> _Task instructions_
Scan the records and identify every line in which the string "prism" occurs, then return those lines.

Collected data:
####################
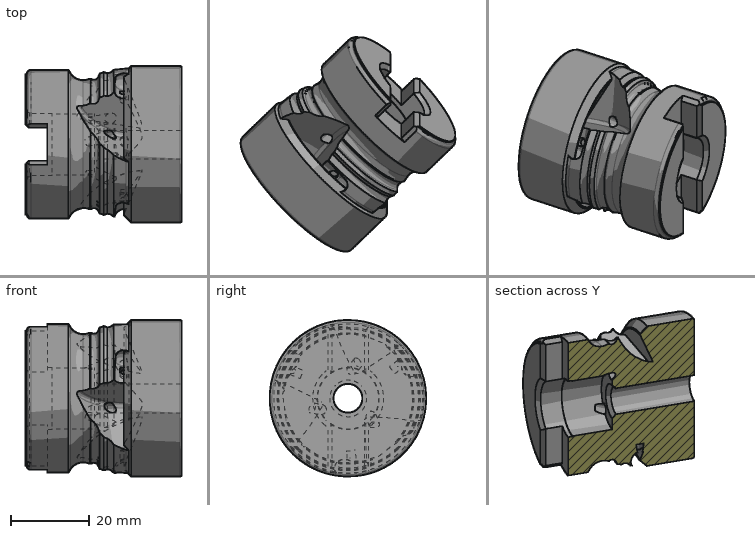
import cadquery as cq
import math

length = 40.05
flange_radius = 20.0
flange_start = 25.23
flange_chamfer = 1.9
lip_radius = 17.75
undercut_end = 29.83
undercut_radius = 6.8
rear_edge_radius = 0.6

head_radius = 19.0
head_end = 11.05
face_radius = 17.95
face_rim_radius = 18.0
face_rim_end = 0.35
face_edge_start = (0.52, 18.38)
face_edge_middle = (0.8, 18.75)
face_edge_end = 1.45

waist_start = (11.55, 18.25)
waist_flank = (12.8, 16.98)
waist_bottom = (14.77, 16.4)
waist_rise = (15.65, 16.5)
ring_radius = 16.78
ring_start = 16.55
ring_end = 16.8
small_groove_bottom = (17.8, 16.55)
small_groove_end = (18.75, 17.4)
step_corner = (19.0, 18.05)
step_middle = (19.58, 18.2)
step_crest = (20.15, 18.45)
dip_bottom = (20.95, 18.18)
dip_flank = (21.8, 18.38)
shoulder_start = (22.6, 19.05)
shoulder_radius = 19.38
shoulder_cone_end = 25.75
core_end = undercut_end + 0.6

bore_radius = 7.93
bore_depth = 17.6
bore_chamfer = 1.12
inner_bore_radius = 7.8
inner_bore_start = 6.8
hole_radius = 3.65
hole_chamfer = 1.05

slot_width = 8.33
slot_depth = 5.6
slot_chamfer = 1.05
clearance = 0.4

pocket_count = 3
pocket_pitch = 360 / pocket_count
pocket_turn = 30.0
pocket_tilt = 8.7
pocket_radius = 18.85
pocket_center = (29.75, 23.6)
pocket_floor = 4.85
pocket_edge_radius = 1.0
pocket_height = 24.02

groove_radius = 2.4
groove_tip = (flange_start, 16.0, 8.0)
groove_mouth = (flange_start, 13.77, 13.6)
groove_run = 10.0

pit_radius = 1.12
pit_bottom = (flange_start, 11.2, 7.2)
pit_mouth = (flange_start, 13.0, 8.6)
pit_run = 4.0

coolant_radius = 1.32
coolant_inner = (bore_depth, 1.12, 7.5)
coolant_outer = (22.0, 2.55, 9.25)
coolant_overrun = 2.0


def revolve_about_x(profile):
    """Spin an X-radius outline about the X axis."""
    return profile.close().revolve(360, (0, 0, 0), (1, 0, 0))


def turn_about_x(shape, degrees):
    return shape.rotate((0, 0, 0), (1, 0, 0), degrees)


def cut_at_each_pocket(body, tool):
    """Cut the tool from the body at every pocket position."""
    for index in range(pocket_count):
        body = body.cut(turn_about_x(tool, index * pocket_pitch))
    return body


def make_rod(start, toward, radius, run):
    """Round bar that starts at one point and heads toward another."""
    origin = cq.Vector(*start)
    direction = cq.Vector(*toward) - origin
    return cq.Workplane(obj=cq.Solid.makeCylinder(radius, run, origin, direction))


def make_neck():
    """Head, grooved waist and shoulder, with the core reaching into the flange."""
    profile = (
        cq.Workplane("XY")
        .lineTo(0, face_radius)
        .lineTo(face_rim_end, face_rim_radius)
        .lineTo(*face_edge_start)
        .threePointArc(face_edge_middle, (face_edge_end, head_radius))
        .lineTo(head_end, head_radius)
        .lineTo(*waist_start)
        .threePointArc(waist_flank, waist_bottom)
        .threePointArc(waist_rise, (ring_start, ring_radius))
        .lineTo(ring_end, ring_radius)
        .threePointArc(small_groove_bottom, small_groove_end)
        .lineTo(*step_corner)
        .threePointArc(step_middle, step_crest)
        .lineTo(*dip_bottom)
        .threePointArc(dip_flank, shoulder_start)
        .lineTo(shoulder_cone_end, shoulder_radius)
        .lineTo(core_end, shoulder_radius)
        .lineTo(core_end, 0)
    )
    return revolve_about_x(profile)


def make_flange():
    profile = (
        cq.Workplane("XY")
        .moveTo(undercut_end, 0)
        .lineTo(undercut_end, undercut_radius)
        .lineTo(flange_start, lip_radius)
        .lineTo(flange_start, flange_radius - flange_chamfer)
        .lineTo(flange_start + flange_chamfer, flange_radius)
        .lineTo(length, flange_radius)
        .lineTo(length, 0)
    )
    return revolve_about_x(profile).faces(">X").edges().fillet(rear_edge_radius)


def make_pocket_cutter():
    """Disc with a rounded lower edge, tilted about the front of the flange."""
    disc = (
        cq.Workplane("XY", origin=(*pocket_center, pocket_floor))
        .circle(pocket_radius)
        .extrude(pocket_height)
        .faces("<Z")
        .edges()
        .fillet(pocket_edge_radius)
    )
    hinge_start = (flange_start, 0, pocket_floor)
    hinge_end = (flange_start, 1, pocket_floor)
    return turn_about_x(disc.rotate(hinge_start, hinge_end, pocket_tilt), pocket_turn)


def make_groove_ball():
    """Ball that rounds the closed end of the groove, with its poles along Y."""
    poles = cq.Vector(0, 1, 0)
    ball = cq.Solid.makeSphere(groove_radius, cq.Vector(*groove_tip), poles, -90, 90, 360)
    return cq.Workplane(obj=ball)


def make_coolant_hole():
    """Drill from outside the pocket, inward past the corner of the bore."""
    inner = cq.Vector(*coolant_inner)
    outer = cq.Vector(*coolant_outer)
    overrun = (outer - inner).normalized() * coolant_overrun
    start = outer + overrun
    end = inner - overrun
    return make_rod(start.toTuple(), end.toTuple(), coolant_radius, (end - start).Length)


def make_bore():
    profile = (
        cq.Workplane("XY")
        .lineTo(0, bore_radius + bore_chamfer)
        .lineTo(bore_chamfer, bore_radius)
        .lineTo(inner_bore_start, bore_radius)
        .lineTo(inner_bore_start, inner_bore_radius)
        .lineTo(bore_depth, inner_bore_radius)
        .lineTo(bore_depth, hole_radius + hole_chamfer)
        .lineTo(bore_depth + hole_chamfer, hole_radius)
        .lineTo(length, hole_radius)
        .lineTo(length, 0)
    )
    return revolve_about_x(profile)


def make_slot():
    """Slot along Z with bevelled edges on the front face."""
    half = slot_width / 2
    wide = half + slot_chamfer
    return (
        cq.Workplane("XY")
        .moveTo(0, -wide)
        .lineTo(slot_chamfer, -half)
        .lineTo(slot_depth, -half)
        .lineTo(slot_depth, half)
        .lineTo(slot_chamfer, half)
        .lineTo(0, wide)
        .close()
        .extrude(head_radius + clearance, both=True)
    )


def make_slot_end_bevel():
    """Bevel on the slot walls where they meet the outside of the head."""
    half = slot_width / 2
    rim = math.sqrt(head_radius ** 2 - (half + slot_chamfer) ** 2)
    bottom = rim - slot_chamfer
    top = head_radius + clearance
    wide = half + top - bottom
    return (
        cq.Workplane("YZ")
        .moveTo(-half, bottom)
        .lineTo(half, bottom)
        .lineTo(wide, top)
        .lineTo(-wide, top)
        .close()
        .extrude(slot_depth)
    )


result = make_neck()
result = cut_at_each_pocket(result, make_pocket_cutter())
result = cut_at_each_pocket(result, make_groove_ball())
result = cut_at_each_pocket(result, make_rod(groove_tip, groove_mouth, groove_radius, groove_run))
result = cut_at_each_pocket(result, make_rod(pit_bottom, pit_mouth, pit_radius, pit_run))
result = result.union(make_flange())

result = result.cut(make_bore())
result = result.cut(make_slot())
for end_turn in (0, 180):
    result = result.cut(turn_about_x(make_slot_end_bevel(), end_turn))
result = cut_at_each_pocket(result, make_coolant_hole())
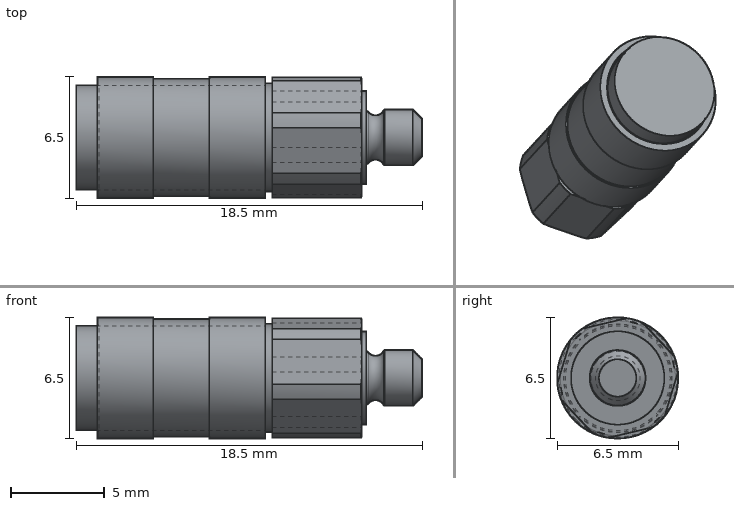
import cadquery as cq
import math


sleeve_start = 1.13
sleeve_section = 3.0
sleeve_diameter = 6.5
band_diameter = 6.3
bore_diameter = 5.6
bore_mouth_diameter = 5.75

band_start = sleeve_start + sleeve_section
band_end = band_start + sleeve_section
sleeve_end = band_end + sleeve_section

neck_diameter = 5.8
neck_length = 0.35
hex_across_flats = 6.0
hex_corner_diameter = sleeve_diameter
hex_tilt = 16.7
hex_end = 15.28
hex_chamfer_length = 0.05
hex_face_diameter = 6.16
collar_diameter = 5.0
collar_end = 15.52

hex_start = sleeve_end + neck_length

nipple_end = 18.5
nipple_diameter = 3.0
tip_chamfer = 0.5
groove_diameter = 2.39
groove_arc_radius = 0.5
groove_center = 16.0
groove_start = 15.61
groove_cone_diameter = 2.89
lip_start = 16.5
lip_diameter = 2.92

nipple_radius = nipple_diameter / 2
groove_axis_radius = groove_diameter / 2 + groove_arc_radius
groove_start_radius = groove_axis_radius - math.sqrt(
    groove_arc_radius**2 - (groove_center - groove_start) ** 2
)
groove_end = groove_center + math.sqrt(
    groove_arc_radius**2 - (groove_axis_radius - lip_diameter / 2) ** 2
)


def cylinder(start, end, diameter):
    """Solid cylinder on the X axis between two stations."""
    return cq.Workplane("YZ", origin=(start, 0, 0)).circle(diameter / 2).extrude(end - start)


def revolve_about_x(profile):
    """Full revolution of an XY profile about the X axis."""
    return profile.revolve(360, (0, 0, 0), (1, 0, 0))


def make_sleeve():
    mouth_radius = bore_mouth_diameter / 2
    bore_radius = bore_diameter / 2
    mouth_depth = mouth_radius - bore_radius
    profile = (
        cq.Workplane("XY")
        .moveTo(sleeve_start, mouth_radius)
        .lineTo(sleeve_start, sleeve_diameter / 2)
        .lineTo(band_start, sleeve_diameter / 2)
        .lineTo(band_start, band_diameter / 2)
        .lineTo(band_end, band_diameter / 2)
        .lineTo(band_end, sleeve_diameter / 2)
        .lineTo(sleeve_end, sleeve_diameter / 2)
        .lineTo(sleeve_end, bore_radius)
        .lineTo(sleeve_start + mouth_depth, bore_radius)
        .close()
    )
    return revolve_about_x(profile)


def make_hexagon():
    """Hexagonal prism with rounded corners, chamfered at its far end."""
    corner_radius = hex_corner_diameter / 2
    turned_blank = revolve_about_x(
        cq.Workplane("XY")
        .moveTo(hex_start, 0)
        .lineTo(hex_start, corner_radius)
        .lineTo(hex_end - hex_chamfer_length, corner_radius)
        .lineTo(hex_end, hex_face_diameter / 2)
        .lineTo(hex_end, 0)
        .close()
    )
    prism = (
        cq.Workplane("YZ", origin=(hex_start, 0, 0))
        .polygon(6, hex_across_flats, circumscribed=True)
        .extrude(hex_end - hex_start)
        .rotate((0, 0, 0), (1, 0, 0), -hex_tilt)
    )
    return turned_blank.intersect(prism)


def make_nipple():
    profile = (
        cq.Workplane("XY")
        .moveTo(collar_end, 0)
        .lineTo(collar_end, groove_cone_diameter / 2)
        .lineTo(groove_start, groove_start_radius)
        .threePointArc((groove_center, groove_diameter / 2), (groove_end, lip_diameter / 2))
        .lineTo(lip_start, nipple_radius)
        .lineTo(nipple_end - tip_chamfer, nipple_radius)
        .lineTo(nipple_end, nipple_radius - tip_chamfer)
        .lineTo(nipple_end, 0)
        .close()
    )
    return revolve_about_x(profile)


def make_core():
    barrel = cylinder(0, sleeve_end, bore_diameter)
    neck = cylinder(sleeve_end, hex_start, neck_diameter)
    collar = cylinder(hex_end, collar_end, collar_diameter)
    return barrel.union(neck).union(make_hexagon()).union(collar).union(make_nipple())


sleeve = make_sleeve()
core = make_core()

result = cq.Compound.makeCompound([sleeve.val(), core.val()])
####################
> _Solution to this problem_
    """Hexagonal prism with rounded corners, chamfered at its far end."""
    prism = (
    return turned_blank.intersect(prism)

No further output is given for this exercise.